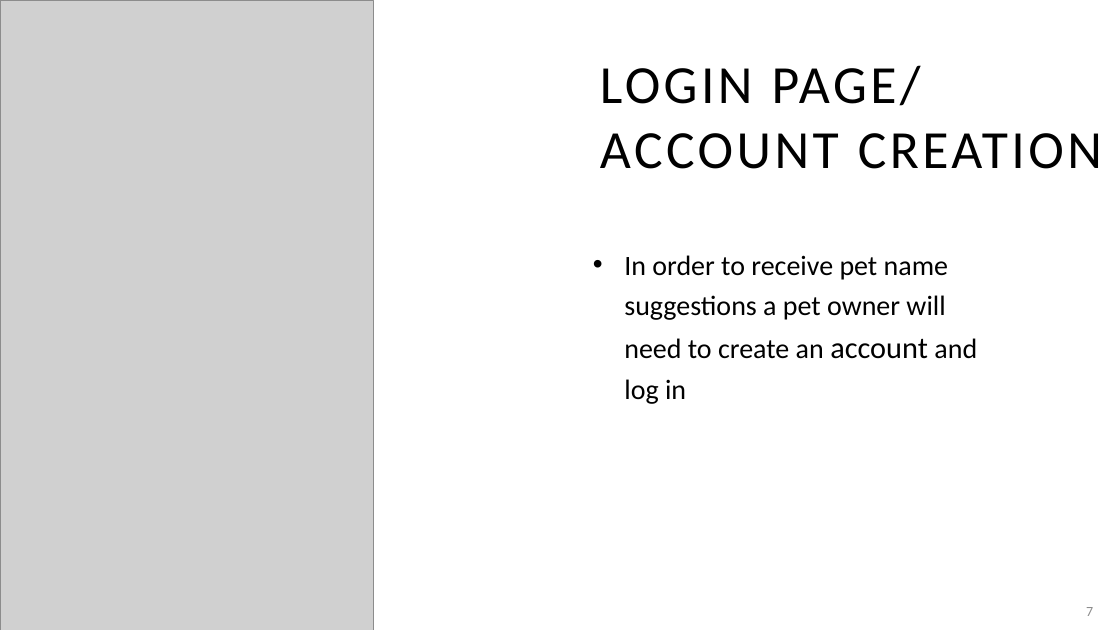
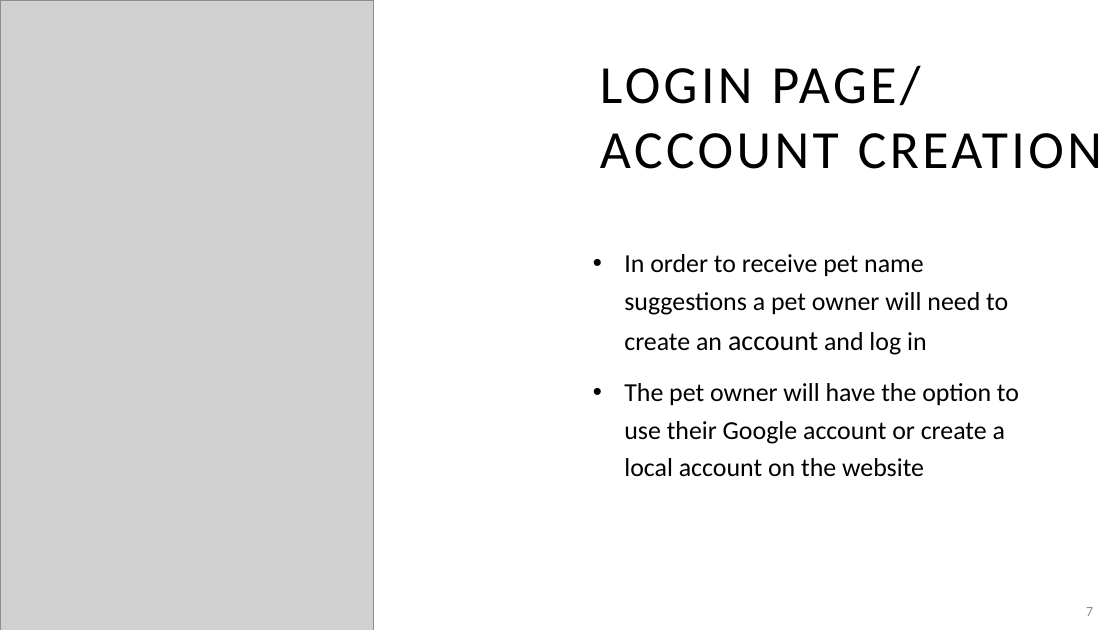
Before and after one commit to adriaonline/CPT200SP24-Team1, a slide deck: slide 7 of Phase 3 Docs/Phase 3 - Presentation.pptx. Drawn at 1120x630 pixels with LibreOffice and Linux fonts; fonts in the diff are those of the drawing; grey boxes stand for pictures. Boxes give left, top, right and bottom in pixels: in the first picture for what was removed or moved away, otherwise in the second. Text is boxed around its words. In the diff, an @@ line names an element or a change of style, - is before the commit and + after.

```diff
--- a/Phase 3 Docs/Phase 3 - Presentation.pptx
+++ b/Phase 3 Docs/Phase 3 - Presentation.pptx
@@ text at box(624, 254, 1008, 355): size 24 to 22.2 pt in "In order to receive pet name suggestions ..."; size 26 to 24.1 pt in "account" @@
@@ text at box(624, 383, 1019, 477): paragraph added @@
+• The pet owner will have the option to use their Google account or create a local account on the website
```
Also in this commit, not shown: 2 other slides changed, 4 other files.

════════════════

--- What is expected ---
If a record holds a picture, leave the picture out and print everything else exactly.

--- Solution to the problem ---
Before and after one commit to adriaonline/CPT200SP24-Team1, a slide deck: slide 7 of Phase 3 Docs/Phase 3 - Presentation.pptx. Drawn at 1120x630 pixels with LibreOffice and Linux fonts; fonts in the diff are those of the drawing; grey boxes stand for pictures. Boxes give left, top, right and bottom in pixels: in the first picture for what was removed or moved away, otherwise in the second. Text is boxed around its words. In the diff, an @@ line names an element or a change of style, - is before the commit and + after.

```diff
--- a/Phase 3 Docs/Phase 3 - Presentation.pptx
+++ b/Phase 3 Docs/Phase 3 - Presentation.pptx
@@ text at box(624, 254, 1008, 355): size 24 to 22.2 pt in "In order to receive pet name suggestions ..."; size 26 to 24.1 pt in "account" @@
@@ text at box(624, 383, 1019, 477): paragraph added @@
+• The pet owner will have the option to use their Google account or create a local account on the website
```
Also in this commit, not shown: 2 other slides changed, 4 other files.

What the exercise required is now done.